Thanks Terry...great photos taken by this person! I've always loved pictures of birds in flight, it captures their essense and grace


----------



## Feefo (Feb 8, 2002)

Very beautiful! I particularly liked the one where she is just taking off.

Cynthia


----------



## Skyeking (Jan 17, 2003)

What grace and elegence, just lovely...   

Thanks for sharing, Terry.


----------



## Whitefeather (Sep 2, 2002)

Thank you for posting these stunning dove photos Terry.
Many thanks to Carol *&* her dove as well.  

Cindy


----------



## Maggie-NC (Jun 22, 2005)

Wow, these are wonderful shots. I loved #8 best. The dove looks as if she is smiling and enjoying flying so much. What a gorgeous little dove.

Thanks, Terry

Maggie


----------



## christina11 (Jan 20, 2006)

Great Shots i think i like #4 The best of them all but other than that there all great photos.


----------



## Rooster2312 (Mar 8, 2006)

What fantastic photos! They really have the WOW factor! I liked #8 the best also. 

Lindi


----------



## Garye (Feb 20, 2005)

Birds are absolutely gorgeous when they're flying. I would say the last one was the best pic. I love how they tuck their feet up under them when flying.


----------



## mr squeaks (Apr 14, 2005)

I echo everyone! GREAT PICTURES of flight!


----------



## TAWhatley (Mar 6, 2001)

*More Jerusalem (Roo) .. / Cindy & Treesa, Please Read*

Here's a post from doves-pigeons between Carol and I and links to more Roo pictures if you are interested.

Terry
-----------------------------------
Hi Carol,

I'm glad you enjoyed seeing what the Pigeon-Talk folks thought of
Roo's lovely photos. You are welcome to join us there, you know.
I will make sure Roo's website links get posted there .. everyone
loved the flying photos, and I know they will love the rest too. I will
post back your comments to Treesa and Cindy as well. If you haven't
seen some of Cindy's photos of her pigeons, you are really missing
something .. that alone is worth joining Pigeon-Talk as she doesn't
have them all up on a site anywhere.

Terry
---------------------------------
_I'm so delighted that you shared the flight photos of my dove and how kind it was of you to let me know of the response!
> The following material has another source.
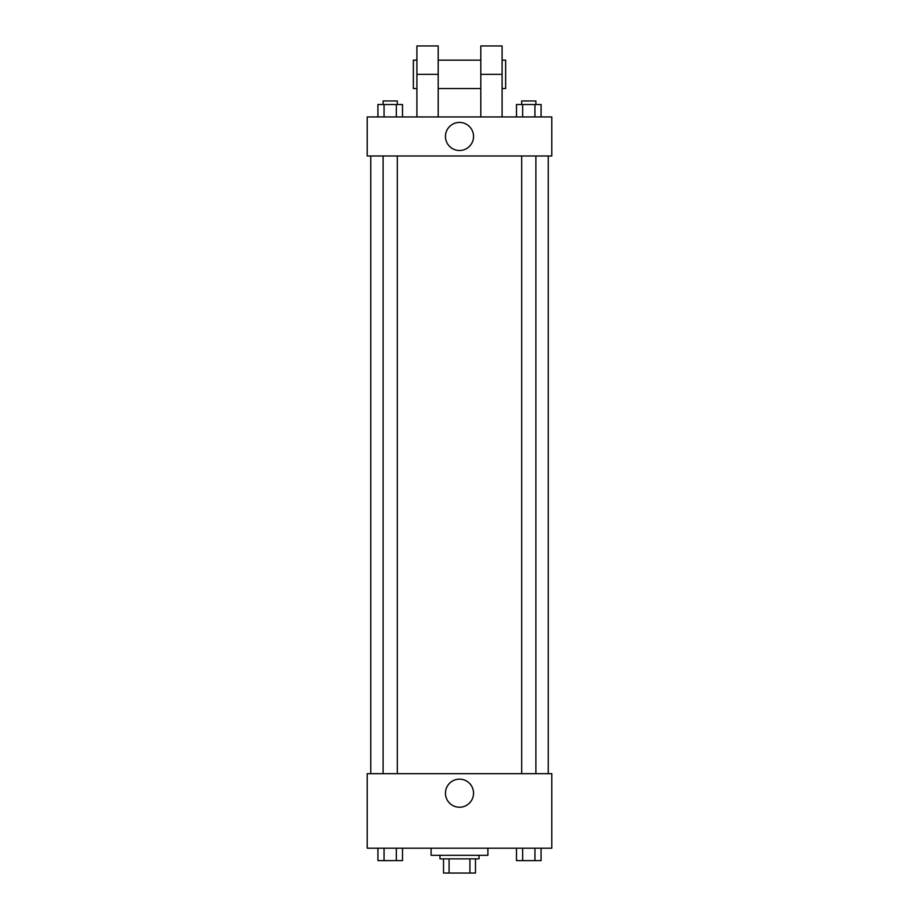 <?xml version="1.0" encoding="UTF-8"?>
<svg xmlns="http://www.w3.org/2000/svg" width="919" height="919" viewBox="0 0 919 919"><rect width="100%" height="100%" fill="white"/><g stroke="black" fill="none" stroke-linecap="round" stroke-linejoin="round"><path stroke-width="1.38" d="M469.919 858.851L469.919 873.05L443.521 873.05L443.521 858.851M469.919 873.05L475.479 873.05L475.479 858.851L475.479 873.05M479.029 855.302L479.029 858.851L439.971 858.851L439.971 855.302M449.081 858.851L449.081 873.05M431.103 848.203L431.103 855.302L487.897 855.302L487.897 848.203M551.791 848.203L367.209 848.203L367.209 773.66L551.791 773.66L551.791 848.203M473.538 793.177A14.038 14.038 0 0 1 452.481 805.343A14.038 14.038 0 0 1 452.481 781.024A14.038 14.038 0 0 1 473.538 793.177M548.241 155.989L548.241 773.66M521.693 773.66L521.693 155.989M397.307 155.989L397.307 773.66M551.791 155.989L367.209 155.989L367.209 116.943L551.791 116.943L551.791 155.989L367.209 155.989M541.084 848.203L541.084 860.621L516.489 860.621L516.489 848.203M534.938 848.203L534.938 860.621M522.647 848.203L522.647 860.621M535.892 860.621L521.693 860.655M402.511 848.203L402.511 860.621L377.916 860.621L377.916 848.203M396.353 848.203L396.353 860.621M384.062 848.203L384.062 860.621M397.307 860.621L383.108 860.655M541.084 116.943L541.084 104.525L516.489 104.525L516.489 116.943M534.938 104.525L534.938 116.943M522.647 104.525L522.647 116.943M521.693 104.525L521.693 100.975L535.892 100.975L535.892 104.525M402.511 116.943L402.511 104.525L377.916 104.525L377.916 116.943M396.353 104.525L396.353 116.943M384.062 104.525L384.062 116.943M383.108 104.525L383.108 100.975L397.307 100.975L397.307 104.525M445.462 136.471A14.038 14.038 0 0 1 466.519 124.306A14.038 14.038 0 0 1 466.519 148.625A14.038 14.038 0 0 1 445.462 136.471M480.798 116.943L480.798 74.347L502.096 74.347L502.096 45.95L480.798 45.95L480.798 74.347M480.798 60.149L438.202 60.149M416.904 116.943L416.904 74.347L438.202 74.347L438.202 116.943M438.202 74.347L438.202 45.95L416.904 45.95L416.904 74.347M502.096 116.943L502.096 74.347M502.096 88.546L505.645 88.546L505.645 60.149L502.096 60.149M416.904 60.149L413.355 60.149L413.355 88.546L416.904 88.546M370.759 155.989L370.759 773.66M535.892 773.66L535.892 155.989M383.108 155.989L383.108 773.66M480.798 88.546L438.202 88.546"/></g></svg>

It seems that # 8 is the most popular and I agree, he does look like he's smiling in it, if that's possible...:~)

Yes, my very much loved and spoiled male ringneck is named Jerusalem, aka "Roo" (and other various nicknames, too). He even has his own (2) websites. If you're interested, they're here:
http://joyfulsongtree.home.att.net
http://songtree.home.comcast.net 

I very much enjoyed visiting Treesa's website too, with all her pigeon pics and was also very moved by Cindy Boyce's A Pigeon's Prayer, just beautiful._


----------



## Maggie-NC (Jun 22, 2005)

Terrific site - enjoyed seeing more pictures of Roo.


----------



## JoyfulSongTree (Apr 7, 2006)

Thanks from me personally for the gratifying comments about Jerusalem (Roo), the pics of him in flight, and 'his' website. And thanks to Terry and all of you as well, for making me feel welcome here already, I've just become a member today! 
~Carol


----------



## Lin Hansen (Jan 9, 2004)

Carol,

Welcome, glad you've become a member. And thanks for providing the beautiful pictures of Roo.

Linda


----------



## TAWhatley (Mar 6, 2001)

Hi Carol and welcome! I'm so glad you decided to join us here on Pigeon-Talk (dove talk is certainly welcomed and allowed also)!

Terry


----------



## Pigeonpal2002 (Jul 27, 2002)

Hi Carol, 

Welcome to PigeonLifeNet and your pictures were stunning of your lovely dove


----------



## Maggie-NC (Jun 22, 2005)

Carol, so glad to have you as a member.


----------



## JoyfulSongTree (Apr 7, 2006)

Hi to you nice folks who have given me the warm welcome  I have yet to actually scout around much and make myself familiar with navigating here, etc... 



TAWhatley said:


> (dove talk is certainly welcomed and allowed also)!


Thanks, Terry, that's good to know!  All the birdies, web footed, wattled, wild, whatever ~ they're _all _winsome to me  


Thanks again, good peeps,
~Carol


----------



## JoyfulSongTree (Apr 7, 2006)

TAWhatley said:


> ... If you haven't seen some of Cindy's photos of her pigeons, you are really missing something .. that alone is worth joining Pigeon-Talk as she doesn't have them all up on a site anywhere.[/I]


WOW, Cindy !!!
I love your webshot albums! Amazing photos, laugh out loud funny   , sweet, heart warming and educational. All with great captions, too  

And thanks for the tip, Terry 

~ Carol


----------